Scientists Finally Discovered the Source of the Mysterious "Darkness" on Mercury

Impact

It's amazing how much we don't know about our own cosmic backyard.

Take Mercury, for example. Scientists have wondered for years why the small planet is so dark.

Now the Messenger spacecraft that circled Mercury from 2011 to 2015 may have provided us with an answer. It revealed that Mercury is coated in patches of graphite — almost like someone with a giant pencil colored all over the planet.

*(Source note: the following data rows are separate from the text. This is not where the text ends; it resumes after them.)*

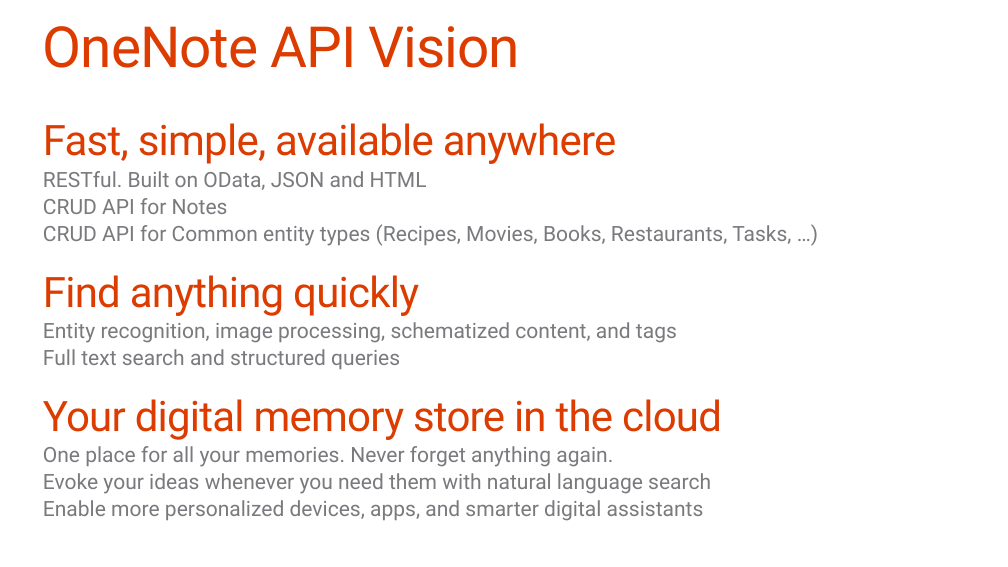
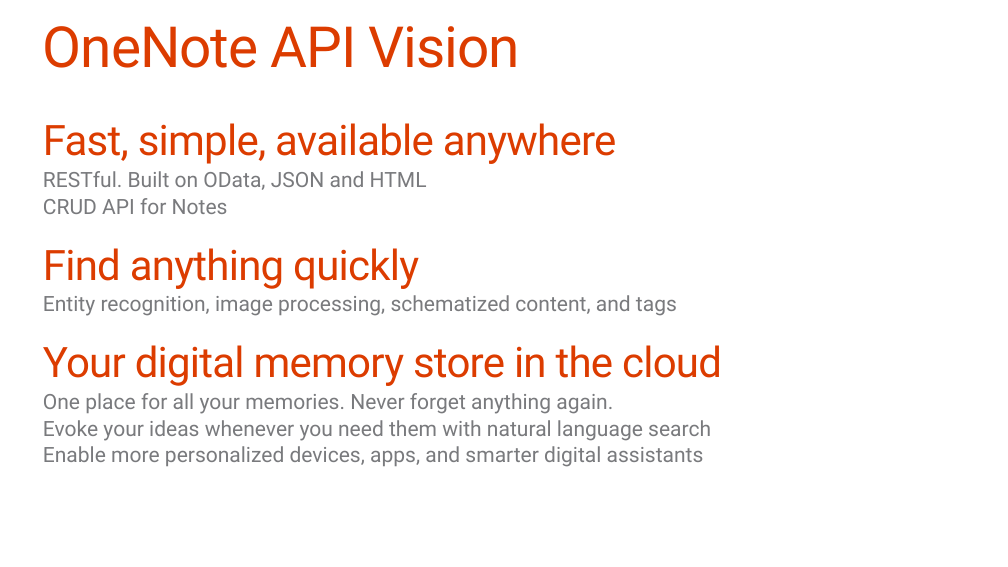
Before and after one commit to OfficeDev/TrainingContent, a slide deck: slide 7 of O3653-7 Deep Dive into the Office 365 APIs for OneNote services/O3653-7 Deep Dive into the Office 365 APIs for OneNote services.pptx. Drawn at 1008x567 pixels with LibreOffice and Linux fonts; fonts in the diff are those of the drawing; background and template pictures are left out. Boxes give left, top, right and bottom in pixels: in the first picture for what was removed or moved away, otherwise in the second. Text is boxed around its words. In the diff, an @@ line names an element or a change of style, - is before the commit and + after.

```diff
--- a/O3653-7 Deep Dive into the Office 365 APIs for OneNote services/O3653-7 Deep Dive into the Office 365 APIs for OneNote services.pptx
+++ b/O3653-7 Deep Dive into the Office 365 APIs for OneNote services/O3653-7 Deep Dive into the Office 365 APIs for OneNote services.pptx
@@ text at box(43, 224, 791, 246): paragraph removed @@
-  CRUD API for Common entity types (Recipes, Movies, Books, Restaurants, Tasks, …)
@@ text at box(43, 349, 400, 369): paragraph removed @@
-  Full text search and structured queries
```
Also in this commit, not shown: 2 other slides changed, 1 slide added.

NASA/Johns Hopkins University Applied Physics Laboratory/Carnegie Institution of Washington

Scientists figured this out by examining X-rays and reflective measurements of Mercury's surface recorded by the Messenger spacecraft right before its crash landing on the surface in April 2015. The research is published in the journal Nature Geoscience.  

NASA

Previously, scientists suspected Mercury was covered in some kind of carbon (not necessarily graphite) delivered by comet impacts from long ago. 

This new data from Messenger shows that carbon is indeed responsible for Mercury's darkness, but it suggests the carbon was buried in Mercury's crust all along, and comet impacts just uncovered and exposed some of it.

Scientists now think that when Mercury was first forming, its close position to the sun turned it into a molten ball of magma. Heavier elements sank into the planet to form its core, but lighter materials like graphite stayed in the crust. 

"The finding of abundant carbon on the surface suggests that we may be seeing remnants of Mercury's original ancient crust mixed into the volcanic rocks and impact ejecta that form the surface we see today," Larry Nittler, a researcher at the Carnegie Institution for Science, said in a statement.

This research is helping scientists piece together how our solar system neighbor formed. There's a lot more data from Messenger that scientists still need to mine through, so it's likely there are more surprises in store.